Geboren wurde sie 1968 in Slanzy im Kreis Sankt Petersburg. Ihren ersten Abschluß machte sie 1986 an der Kunstrealschule im B.V. Johanson an der Akademie der Bildenden Künste I. Repin in Sankt Petersburg. Einen weiteren Abschluß mit dem Schwerpunkt Buchgraphik machte sie 1992 an der selben Hochschule im Buchgraphikstudio A.A. Pahomov.

Mit verschiedenen russischen Buchverlagen arbeitet sie allerdings bereits seit 1989 zusammen, mit der Illustration von Kinderbüchern, begann sie 1996, nach eigener Aussage angeregt durch ihre Tochter (und später schließlich die Enkelin). Ihr größter Erfolg sollten Gestaltung und Illustrationen zum Buch von Lewis Carroll, „Alice im Wunderland, erzählt vom Autor für die jüngsten Leser“, für welches sie 2008 zur IV. Internationalen Biennale Graphik in St. Petersburg ausgezeichnet wurde.

Seit 1995 ist sie Mitglied des Kunstvereins Rußlands und nimmt regelmäßig an dessen Saisonausstellungen teil. In den Jahren 2002, 2004 und 2005 war sie Stipendiatin der Kunststation Kleinsassen in Deutschland. Für ihre Aquarelle wurde sie vielfach ausgezeichnet, zuletzt 2015 mit einem Diplom des Kulturkomitees der Regierung Sankt Petersburg. Derzeit arbeitet sie an einem umfassenden Buch, welches den Titel „Geheimnisse des Aquarells“ tragen soll.

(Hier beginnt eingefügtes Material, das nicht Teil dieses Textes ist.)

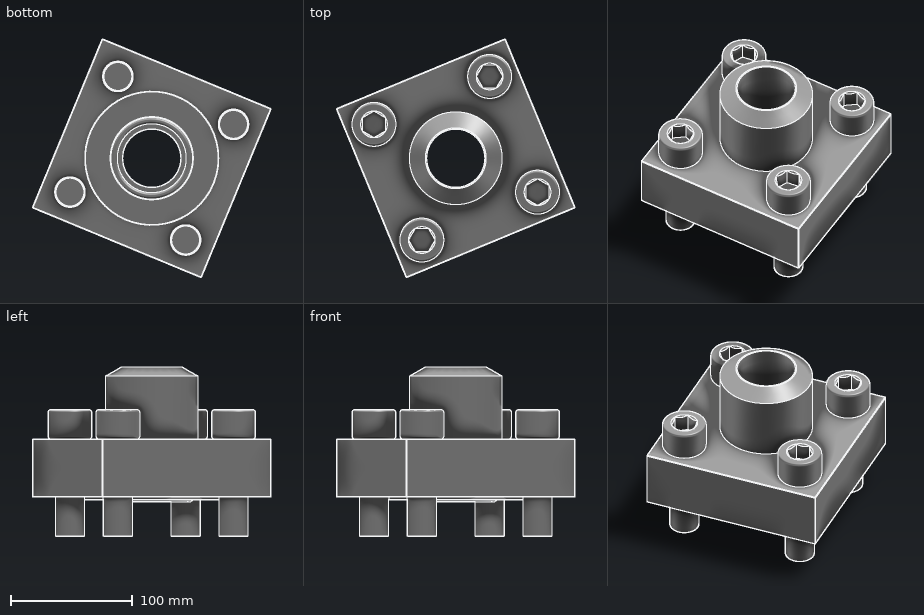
import cadquery as cq
import math


overall_width = 195.6
plate_turn = 22.5
plate_thickness = 47.7
edge_break = 0.5
turn = math.radians(plate_turn)
plate_side = (overall_width + 2 * edge_break * math.sin(turn)) / (math.cos(turn) + math.sin(turn))

face_diameter = 110.0
face_height = 2.3
face_bottom = -plate_thickness - face_height

spigot_diameter = 76.1
spigot_height = 59.0
spigot_rim_diameter = 49.9
weld_bevel_angle = 30.0
weld_bevel_run = (spigot_diameter - spigot_rim_diameter) / 2
weld_bevel_height = weld_bevel_run * math.tan(math.radians(weld_bevel_angle))
bore_diameter = 47.7
bore_bottom_diameter = 48.0
straight_bore_length = 29.3

ring_inner_diameter = 56.5
ring_cord_diameter = 5.3
groove_outer_diameter = 68.3
groove_depth = 3.7
ring_centre_radius = (ring_inner_diameter + ring_cord_diameter) / 2
ring_centre_height = face_bottom + groove_depth - ring_cord_diameter / 2

screw_count = 4
screw_circle_radius = 72.5
screw_hole_diameter = 25.0
shank_diameter = 24.0
shank_length = 80.0
shank_tip_chamfer = 0.5
head_diameter = 36.0
head_height = shank_diameter
head_fillet = 2.3
socket_width = 19.0
socket_depth = 14.7
socket_corner_diameter = socket_width / math.cos(math.radians(30))
socket_cone_depth = (socket_corner_diameter - socket_width) / 2

screw_spacing = 360 / screw_count
screw_turns = [index * screw_spacing for index in range(screw_count)]


def screw_position(screw_turn):
    """Centre of a screw; each screw lies on a diagonal of the turned plate."""
    angle = math.radians(plate_turn + 45 + screw_turn)
    return (screw_circle_radius * math.cos(angle), screw_circle_radius * math.sin(angle), 0)


def make_plate():
    plate = cq.Workplane("XY").rect(plate_side, plate_side).extrude(-plate_thickness)
    plate = plate.edges().chamfer(edge_break)
    return plate.rotate((0, 0, 0), (0, 0, 1), plate_turn)


def make_spigot():
    """Pipe stub with a bevelled top for welding."""
    return (
        cq.Workplane("XZ")
        .lineTo(spigot_diameter / 2, 0)
        .lineTo(spigot_diameter / 2, spigot_height - weld_bevel_height)
        .lineTo(spigot_rim_diameter / 2, spigot_height)
        .lineTo(0, spigot_height)
        .close()
        .revolve(360, (0, 0), (0, 1))
    )


def make_bore():
    """Bore through the spigot and the plate: straight at the top, then widening towards the bottom."""
    taper_top = spigot_height - straight_bore_length
    return (
        cq.Workplane("XZ")
        .moveTo(0, spigot_height)
        .lineTo(bore_diameter / 2, spigot_height)
        .lineTo(bore_diameter / 2, taper_top)
        .lineTo(bore_bottom_diameter / 2, face_bottom)
        .lineTo(0, face_bottom)
        .close()
        .revolve(360, (0, 0), (0, 1))
    )


def make_groove():
    return (
        cq.Workplane("XY", origin=(0, 0, face_bottom))
        .circle(groove_outer_diameter / 2)
        .circle(ring_inner_diameter / 2)
        .extrude(groove_depth)
    )


def make_flange():
    sealing_face = (
        cq.Workplane("XY", origin=(0, 0, -plate_thickness))
        .circle(face_diameter / 2)
        .extrude(-face_height)
        .faces("<Z")
        .chamfer(edge_break)
    )
    screw_holes = (
        cq.Workplane("XY")
        .pushPoints([screw_position(screw_turn) for screw_turn in screw_turns])
        .circle(screw_hole_diameter / 2)
        .extrude(-plate_thickness)
    )
    flange = make_plate().union(sealing_face).union(make_spigot())
    return flange.cut(make_bore()).cut(make_groove()).cut(screw_holes)


def make_o_ring():
    """O-ring resting on the groove's floor and standing proud of the sealing face."""
    return (
        cq.Workplane("XZ")
        .center(ring_centre_radius, ring_centre_height)
        .circle(ring_cord_diameter / 2)
        .revolve(360, (-ring_centre_radius, 0), (-ring_centre_radius, 1))
    )


def make_socket():
    """Hexagonal socket whose mouth is countersunk at 45 degrees to the corners of the hexagon."""
    hexagon = (
        cq.Workplane("XY", origin=(0, 0, head_height))
        .polygon(6, socket_corner_diameter)
        .extrude(-socket_depth)
    )
    countersink = (
        cq.Workplane("XY", origin=(0, 0, head_height))
        .circle(socket_corner_diameter / 2)
        .extrude(-socket_cone_depth, taper=45)
    )
    return hexagon.union(countersink)


def make_screw(screw_turn):
    head = cq.Workplane("XY").circle(head_diameter / 2).extrude(head_height).edges().fillet(head_fillet)
    shank = (
        cq.Workplane("XY")
        .circle(shank_diameter / 2)
        .extrude(-shank_length)
        .faces("<Z")
        .chamfer(shank_tip_chamfer)
    )
    screw = head.union(shank).cut(make_socket())
    return screw.rotate((0, 0, 0), (0, 0, 1), screw_turn).translate(screw_position(screw_turn))


flange = make_flange()
o_ring = make_o_ring()
screws = [make_screw(screw_turn) for screw_turn in screw_turns]

result = cq.Compound.makeCompound([flange.val(), o_ring.val(), *[screw.val() for screw in screws]])
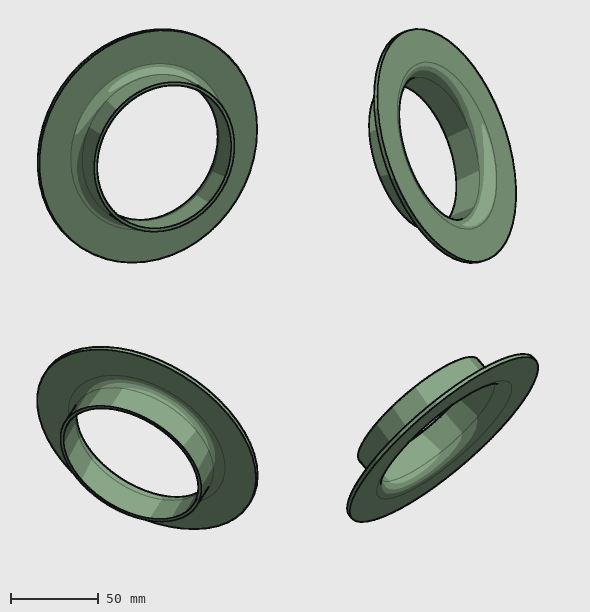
import cadquery as cq

flange_diameter = 138.0
bore_diameter = 84.9
collar_diameter = 88.9
total_length = 23.0
flange_thickness = 2.5
outer_bend_radius = 5.0
bore_bend_radius = 7.0

flange_radius = flange_diameter / 2
bore_radius = bore_diameter / 2
collar_radius = collar_diameter / 2


def flanged_collar_profile():
    """Half section in the XY plane: X is the axis, Y the radius."""
    return (
        cq.Workplane("XY")
        .moveTo(0, flange_radius)
        .lineTo(flange_thickness, flange_radius)
        .lineTo(flange_thickness, collar_radius + outer_bend_radius)
        .radiusArc((flange_thickness + outer_bend_radius, collar_radius), -outer_bend_radius)
        .lineTo(total_length, collar_radius)
        .lineTo(total_length, bore_radius)
        .lineTo(bore_bend_radius, bore_radius)
        .radiusArc((0, bore_radius + bore_bend_radius), bore_bend_radius)
        .close()
    )


result = flanged_collar_profile().revolve(360, (0, 0, 0), (1, 0, 0))

Die Werke von Elena Bazanova fanden bereits viele Male ihren Weg in Gruppen- wie auch Einzelausstellungen in Rußland, Kasachstan, den Niederlanden, England und Deutschland. Galerien und Privatsammlungen in Rußland, Deutschland, den USA, Frankreich, England, Schweden, Island, Finnland und den Niederlanden haben ihre Aquarelle in den Bestand aufgenommen.

Überaus lebendig wirken die mit höchster Genauigkeit ausgeführten Werke, welche die Künstlerin grundsätzlich bei Tageslicht anfertigt. Geschick bei der Komposition verbindet sich mit Sorgfalt im Detail. Heimische und tropische Früchte, Blumen aus Feldern und Gärten, Laub und Pilze sind immer wieder zu sehen, licht und, vor allem für Aquarelle, beeindruckend naturnah, an alte Meister erinnernd, doch von der Erfahrung der Moderne nicht unberührt. Ihre Darstellungen von Pilzen, Wildfrüchten und Feldblumen erinnern von ihrer Atmosphäre an russische Volksmärchen.